▶ _PROBLEM STATEMENT_
Transcribe the material verbatim, starting at its first line and stopping once the line containing "Game: Godot game, scene" has been given; no picture should appear.

▶ _SOURCE RECORDS_

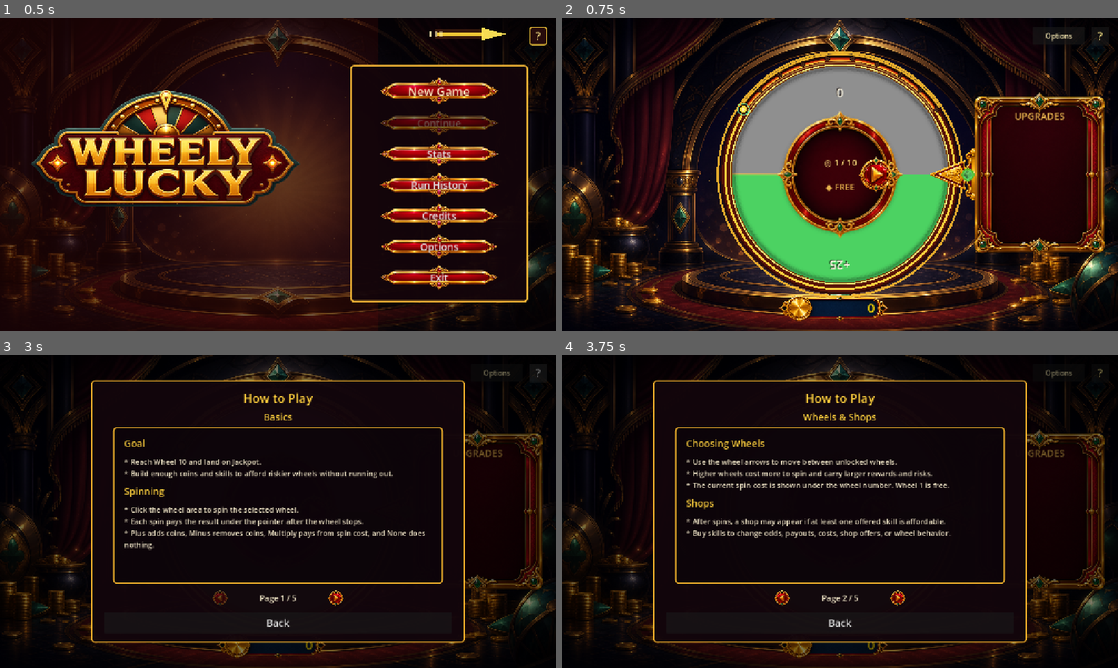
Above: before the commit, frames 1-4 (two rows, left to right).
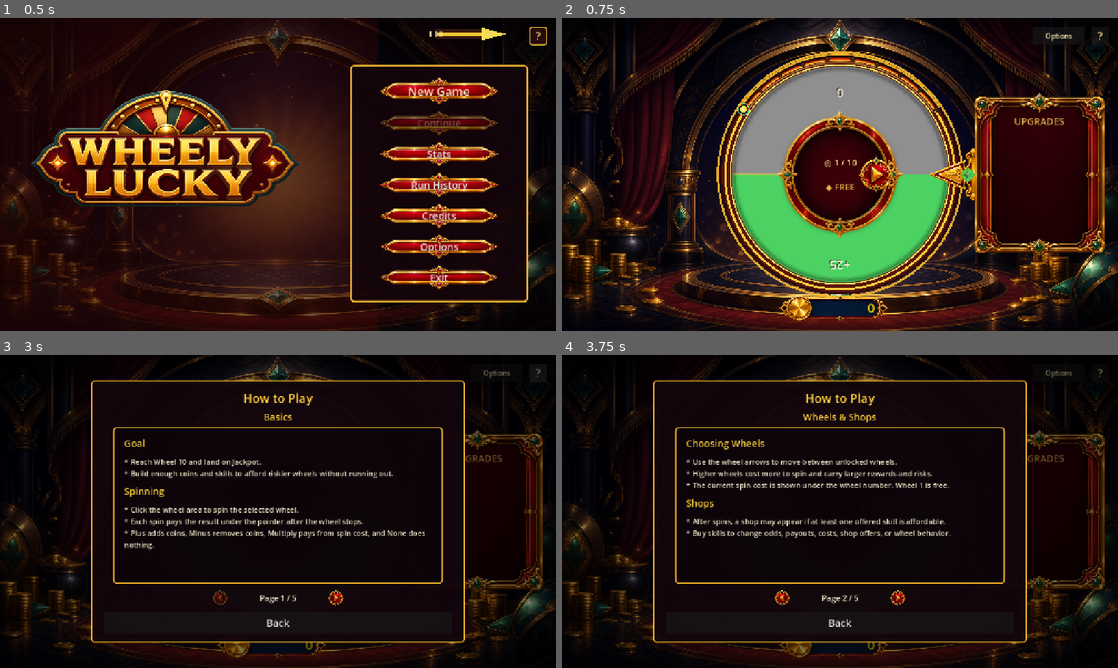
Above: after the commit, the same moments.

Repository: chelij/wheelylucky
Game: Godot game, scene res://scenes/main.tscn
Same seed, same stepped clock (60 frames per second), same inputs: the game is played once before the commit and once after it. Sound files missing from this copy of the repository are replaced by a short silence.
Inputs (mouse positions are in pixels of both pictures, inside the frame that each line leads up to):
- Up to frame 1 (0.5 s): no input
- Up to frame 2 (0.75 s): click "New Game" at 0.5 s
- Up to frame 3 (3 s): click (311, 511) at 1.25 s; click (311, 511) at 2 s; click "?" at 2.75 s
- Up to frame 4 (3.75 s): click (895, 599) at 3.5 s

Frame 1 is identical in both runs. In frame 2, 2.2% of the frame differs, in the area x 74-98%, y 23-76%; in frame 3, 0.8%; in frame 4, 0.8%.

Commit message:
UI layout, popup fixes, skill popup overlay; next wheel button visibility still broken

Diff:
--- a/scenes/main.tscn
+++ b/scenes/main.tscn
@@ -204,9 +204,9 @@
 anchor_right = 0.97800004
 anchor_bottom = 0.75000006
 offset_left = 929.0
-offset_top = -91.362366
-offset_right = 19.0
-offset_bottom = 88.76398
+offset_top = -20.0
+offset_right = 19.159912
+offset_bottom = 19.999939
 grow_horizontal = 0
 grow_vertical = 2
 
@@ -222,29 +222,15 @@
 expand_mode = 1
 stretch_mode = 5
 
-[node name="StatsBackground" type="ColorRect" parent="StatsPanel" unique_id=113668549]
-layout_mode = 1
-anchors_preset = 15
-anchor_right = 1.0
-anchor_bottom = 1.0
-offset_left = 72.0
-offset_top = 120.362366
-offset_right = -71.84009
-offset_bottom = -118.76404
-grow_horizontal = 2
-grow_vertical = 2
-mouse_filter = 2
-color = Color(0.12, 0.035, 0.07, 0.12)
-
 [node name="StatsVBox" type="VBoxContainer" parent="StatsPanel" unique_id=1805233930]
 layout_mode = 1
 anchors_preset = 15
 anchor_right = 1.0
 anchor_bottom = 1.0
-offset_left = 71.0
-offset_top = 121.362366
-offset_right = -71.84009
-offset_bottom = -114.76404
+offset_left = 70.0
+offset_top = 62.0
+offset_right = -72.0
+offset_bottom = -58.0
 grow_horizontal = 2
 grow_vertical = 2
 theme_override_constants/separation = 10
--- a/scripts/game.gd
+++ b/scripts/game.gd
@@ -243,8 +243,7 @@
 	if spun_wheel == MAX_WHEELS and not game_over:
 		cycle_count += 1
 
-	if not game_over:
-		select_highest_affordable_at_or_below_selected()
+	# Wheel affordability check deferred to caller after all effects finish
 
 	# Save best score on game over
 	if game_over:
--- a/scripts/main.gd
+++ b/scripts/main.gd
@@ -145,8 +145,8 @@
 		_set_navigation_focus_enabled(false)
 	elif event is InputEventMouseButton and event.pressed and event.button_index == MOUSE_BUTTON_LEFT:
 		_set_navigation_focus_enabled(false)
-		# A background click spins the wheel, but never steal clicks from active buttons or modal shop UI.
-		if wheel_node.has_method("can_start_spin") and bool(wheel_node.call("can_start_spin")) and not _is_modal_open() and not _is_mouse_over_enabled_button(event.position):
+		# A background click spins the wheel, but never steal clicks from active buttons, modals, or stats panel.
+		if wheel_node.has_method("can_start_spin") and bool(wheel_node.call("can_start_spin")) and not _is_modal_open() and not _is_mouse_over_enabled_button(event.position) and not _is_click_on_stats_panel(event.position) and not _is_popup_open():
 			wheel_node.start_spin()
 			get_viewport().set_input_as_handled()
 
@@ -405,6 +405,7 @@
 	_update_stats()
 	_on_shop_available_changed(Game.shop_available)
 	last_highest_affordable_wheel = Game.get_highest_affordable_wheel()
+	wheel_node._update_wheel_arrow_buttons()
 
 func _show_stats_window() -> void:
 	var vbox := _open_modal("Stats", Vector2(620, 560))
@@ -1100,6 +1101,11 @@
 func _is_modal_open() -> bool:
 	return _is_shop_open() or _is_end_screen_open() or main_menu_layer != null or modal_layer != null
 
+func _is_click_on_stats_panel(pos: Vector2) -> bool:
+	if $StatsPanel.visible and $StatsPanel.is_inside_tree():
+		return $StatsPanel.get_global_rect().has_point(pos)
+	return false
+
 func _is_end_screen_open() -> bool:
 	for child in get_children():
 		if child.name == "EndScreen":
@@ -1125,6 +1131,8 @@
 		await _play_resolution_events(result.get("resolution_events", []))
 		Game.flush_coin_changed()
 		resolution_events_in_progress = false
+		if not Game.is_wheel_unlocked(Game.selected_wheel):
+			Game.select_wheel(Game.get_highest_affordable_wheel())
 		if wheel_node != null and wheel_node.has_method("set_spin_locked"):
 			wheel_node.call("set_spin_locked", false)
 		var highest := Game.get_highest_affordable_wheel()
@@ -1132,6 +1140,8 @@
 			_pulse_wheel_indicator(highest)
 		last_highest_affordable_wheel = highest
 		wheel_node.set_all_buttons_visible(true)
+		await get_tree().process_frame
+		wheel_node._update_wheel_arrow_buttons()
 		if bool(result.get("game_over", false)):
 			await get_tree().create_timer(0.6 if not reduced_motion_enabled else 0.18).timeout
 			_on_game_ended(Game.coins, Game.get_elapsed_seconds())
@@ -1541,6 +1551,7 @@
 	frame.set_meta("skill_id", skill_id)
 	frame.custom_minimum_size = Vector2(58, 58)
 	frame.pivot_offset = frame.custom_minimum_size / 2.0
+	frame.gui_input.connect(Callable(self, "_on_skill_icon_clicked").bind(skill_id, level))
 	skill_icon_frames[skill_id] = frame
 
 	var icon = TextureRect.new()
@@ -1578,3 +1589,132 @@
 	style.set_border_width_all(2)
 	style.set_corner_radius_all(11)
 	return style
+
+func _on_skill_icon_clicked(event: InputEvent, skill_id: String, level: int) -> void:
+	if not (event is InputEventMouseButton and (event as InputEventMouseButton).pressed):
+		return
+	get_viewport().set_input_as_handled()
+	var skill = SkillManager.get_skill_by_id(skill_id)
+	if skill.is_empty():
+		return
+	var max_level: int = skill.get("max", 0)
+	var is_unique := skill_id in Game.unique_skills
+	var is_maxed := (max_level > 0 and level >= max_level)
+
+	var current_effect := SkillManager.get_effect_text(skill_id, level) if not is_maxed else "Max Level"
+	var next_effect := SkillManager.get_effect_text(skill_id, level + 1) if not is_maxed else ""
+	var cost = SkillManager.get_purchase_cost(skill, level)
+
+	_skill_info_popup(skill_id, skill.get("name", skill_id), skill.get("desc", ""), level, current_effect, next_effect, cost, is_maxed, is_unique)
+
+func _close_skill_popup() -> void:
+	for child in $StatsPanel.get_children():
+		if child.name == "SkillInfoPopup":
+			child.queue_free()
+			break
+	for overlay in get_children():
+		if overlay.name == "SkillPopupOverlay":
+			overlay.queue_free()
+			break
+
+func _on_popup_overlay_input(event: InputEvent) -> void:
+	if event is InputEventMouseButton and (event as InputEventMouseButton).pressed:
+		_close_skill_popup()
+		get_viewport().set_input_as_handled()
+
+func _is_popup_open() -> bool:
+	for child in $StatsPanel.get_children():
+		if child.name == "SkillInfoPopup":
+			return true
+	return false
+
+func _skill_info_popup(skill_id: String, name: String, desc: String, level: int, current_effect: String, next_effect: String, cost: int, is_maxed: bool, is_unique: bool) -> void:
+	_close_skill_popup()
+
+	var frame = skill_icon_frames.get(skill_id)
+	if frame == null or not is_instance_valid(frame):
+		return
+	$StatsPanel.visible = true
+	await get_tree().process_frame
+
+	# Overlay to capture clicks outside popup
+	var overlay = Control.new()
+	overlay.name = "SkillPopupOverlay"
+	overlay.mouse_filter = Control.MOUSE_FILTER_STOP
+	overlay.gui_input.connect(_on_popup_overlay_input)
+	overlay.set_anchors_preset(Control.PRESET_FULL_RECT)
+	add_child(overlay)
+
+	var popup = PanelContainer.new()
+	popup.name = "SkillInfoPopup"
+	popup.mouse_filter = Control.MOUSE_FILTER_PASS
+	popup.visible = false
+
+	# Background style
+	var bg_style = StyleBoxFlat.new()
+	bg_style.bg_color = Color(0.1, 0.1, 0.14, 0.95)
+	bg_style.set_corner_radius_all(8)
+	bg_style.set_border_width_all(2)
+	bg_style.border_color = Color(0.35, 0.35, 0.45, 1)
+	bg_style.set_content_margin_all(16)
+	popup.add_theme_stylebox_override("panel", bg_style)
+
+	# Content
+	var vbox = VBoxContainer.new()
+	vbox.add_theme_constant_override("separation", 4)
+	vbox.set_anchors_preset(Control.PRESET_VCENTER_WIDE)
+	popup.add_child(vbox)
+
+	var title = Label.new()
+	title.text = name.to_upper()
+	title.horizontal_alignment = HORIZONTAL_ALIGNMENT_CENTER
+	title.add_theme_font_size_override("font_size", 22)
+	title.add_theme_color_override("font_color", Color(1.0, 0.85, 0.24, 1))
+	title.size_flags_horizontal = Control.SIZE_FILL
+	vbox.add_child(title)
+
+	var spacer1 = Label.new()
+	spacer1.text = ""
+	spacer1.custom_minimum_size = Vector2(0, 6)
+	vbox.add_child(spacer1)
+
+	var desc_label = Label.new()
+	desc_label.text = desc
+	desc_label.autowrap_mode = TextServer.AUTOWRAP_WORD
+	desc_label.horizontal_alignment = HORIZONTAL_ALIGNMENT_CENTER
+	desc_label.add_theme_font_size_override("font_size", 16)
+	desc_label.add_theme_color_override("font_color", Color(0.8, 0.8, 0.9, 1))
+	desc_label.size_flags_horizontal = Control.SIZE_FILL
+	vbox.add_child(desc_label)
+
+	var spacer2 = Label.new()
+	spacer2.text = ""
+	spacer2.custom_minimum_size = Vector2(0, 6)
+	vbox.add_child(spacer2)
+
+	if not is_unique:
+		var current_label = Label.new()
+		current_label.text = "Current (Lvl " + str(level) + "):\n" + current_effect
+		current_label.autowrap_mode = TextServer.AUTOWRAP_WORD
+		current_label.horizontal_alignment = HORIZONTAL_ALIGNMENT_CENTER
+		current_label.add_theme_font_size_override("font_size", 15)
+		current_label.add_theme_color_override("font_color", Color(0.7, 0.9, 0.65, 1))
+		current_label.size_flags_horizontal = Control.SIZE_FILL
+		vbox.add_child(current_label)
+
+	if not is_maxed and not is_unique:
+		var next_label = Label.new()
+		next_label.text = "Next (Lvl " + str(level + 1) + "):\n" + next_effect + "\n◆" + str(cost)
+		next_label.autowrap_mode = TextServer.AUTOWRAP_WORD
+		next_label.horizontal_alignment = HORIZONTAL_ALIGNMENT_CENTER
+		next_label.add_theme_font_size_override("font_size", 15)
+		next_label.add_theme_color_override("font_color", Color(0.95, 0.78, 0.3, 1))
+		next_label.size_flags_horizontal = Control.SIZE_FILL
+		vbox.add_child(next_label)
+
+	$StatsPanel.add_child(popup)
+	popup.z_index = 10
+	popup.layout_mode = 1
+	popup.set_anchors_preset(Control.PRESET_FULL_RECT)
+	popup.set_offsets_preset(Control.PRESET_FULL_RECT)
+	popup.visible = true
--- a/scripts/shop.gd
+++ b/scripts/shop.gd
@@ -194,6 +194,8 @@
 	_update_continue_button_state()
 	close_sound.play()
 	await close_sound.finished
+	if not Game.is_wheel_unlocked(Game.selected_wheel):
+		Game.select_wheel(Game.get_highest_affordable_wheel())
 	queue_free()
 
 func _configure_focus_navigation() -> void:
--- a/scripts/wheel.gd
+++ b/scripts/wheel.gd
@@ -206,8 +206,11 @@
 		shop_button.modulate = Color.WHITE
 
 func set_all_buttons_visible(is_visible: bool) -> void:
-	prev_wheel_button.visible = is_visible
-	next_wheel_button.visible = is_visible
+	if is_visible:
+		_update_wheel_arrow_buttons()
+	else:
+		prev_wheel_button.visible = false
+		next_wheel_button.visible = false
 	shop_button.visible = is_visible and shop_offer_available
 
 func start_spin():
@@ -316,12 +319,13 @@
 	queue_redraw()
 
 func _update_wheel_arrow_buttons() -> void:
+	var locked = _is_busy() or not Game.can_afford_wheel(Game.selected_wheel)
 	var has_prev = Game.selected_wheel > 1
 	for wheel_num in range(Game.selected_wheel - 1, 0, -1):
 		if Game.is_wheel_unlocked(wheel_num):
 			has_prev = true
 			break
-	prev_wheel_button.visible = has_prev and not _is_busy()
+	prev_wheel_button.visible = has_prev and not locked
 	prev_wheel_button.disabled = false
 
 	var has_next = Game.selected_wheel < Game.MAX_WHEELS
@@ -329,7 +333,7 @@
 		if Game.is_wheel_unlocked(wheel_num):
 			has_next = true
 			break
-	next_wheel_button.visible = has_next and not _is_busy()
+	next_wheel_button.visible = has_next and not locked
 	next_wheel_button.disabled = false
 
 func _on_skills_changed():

▶ _ANSWER TO THIS TASK_
Above: before the commit, frames 1-4 (two rows, left to right).
Above: after the commit, the same moments.

Repository: chelij/wheelylucky
Game: Godot game, scene res://scenes/main.tscn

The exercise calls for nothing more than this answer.